Search code examples

What does from_logits = True or False mean in sparse_categorical_crossentropy of Tensorflow?

In Tensorflow 2.0, there is a loss function called

tf.keras.losses.sparse_categorical_crossentropy(labels, targets, from_logits = False)

What are the differences between setting from_logits = True or False?

My guess was that when incoming values are logits, you set from_logits = True, and if incoming values are probabilities(output by softmax etc.) then you just set from_logits = False (which is a default setting).

But why? loss is just some calculation. Why does it need to differ by its incoming values? I also saw in google's tensorflow tutorial that it doesnt set from_logits = True even if incoming values of the last layer are logits.

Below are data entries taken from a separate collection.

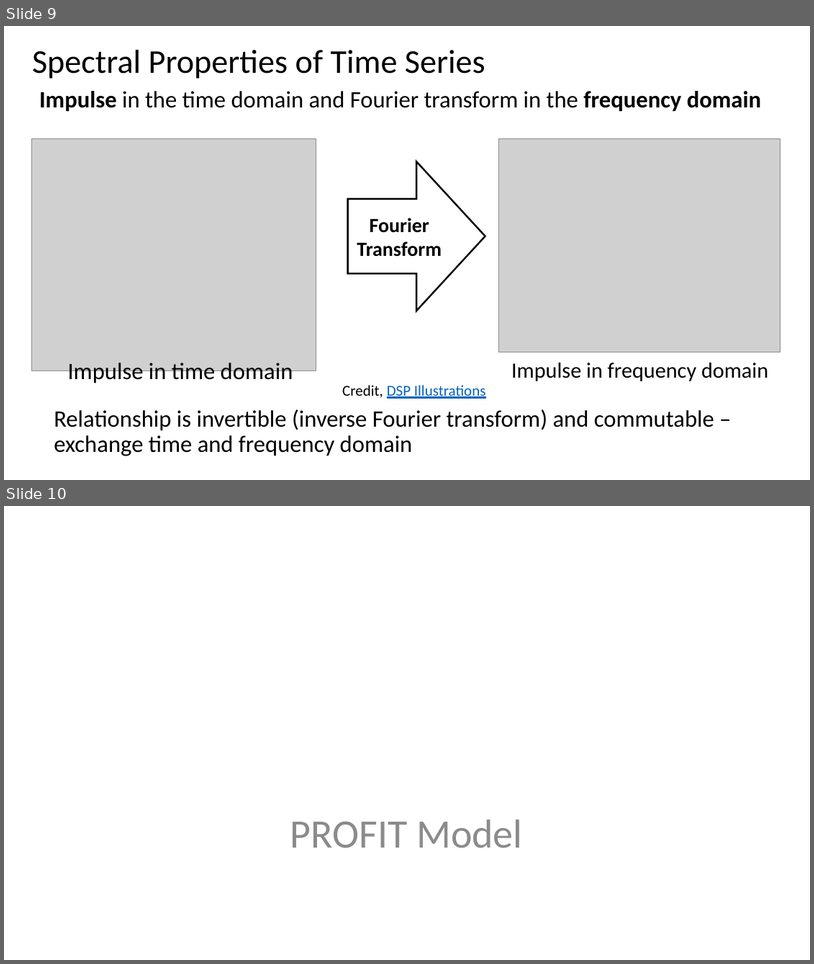
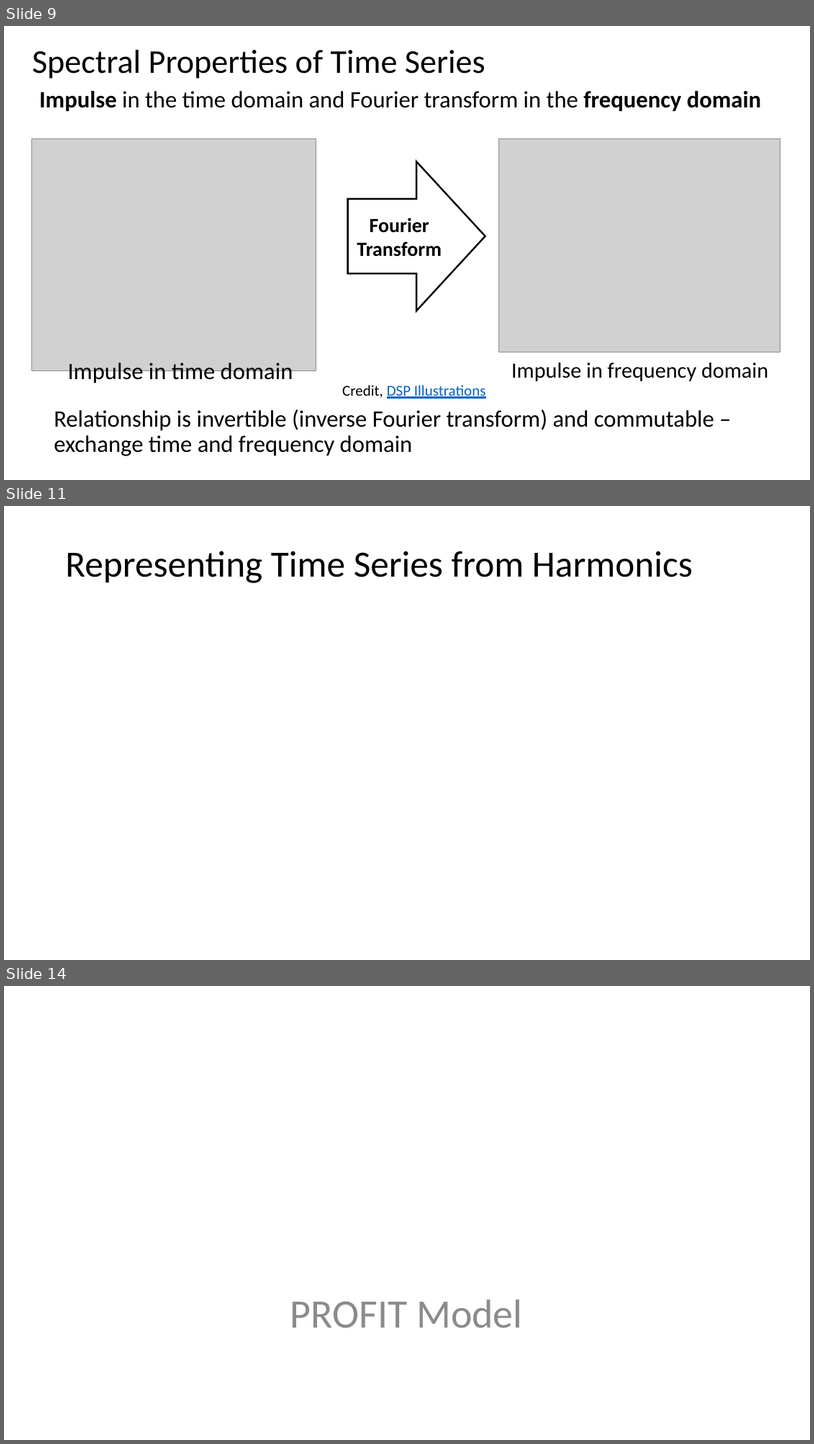
Before and after one commit to StephenElston/CSCI-E-83, a slide deck: LectureSlides/14_ComplexTimeSeries.pptx. Shown one above the other, each under a label of ours: slides 9 and 10 before the commit, slides 9, 11 and 14 after it; the slides between them are not shown. The pictures are 814x964 and 814x1444 pixels, drawn with LibreOffice and Linux fonts; fonts in the diff are those of the drawing; grey boxes stand for pictures. Boxes give left, top, right and bottom in pixels: in the first picture for what was removed or moved away, otherwise in the second. Text is boxed around its words. In the diff, an @@ line names an element or a change of style, - is before the commit and + after.

```diff
--- a/LectureSlides/14_ComplexTimeSeries.pptx
+++ b/LectureSlides/14_ComplexTimeSeries.pptx
@@ slide 11 added at [4, 506, 810, 960], background #FFFFFF @@
@@ title added at [65, 551, 693, 583], 44 pt, text #000000 @@
+Representing Time Series from Harmonics
@@ what was slide 10 is now slide 14 @@
```
Also in this commit, not shown: 4 slides changed, 6 other slides added.

Here is the code

def train_step(inp, target):
  with tf.GradientTape() as tape:
    predictions = model(inp)
    loss = tf.reduce_mean(
        tf.keras.losses.sparse_categorical_crossentropy(target, predictions))
  grads = tape.gradient(loss, model.trainable_variables)
  optimizer.apply_gradients(zip(grads, model.trainable_variables))

  return loss

where the model is

 model = tf.keras.Sequential([
    tf.keras.layers.Embedding(vocab_size, embedding_dim, 
                              batch_input_shape=[batch_size, None]),

which does not have the last layer of softmax. (Also, in another part of the tutorial, it set from_logits = True)

So, doesn't it matter whether I set it True or not?


  • The post Deepak mentioned has some math background.

    But for simplicity, from_logits=True means the input to crossEntropy layer is normal tensor/logits, while if from_logits=False, means the input is a probability and usually you should have some softmax activation in your last layer.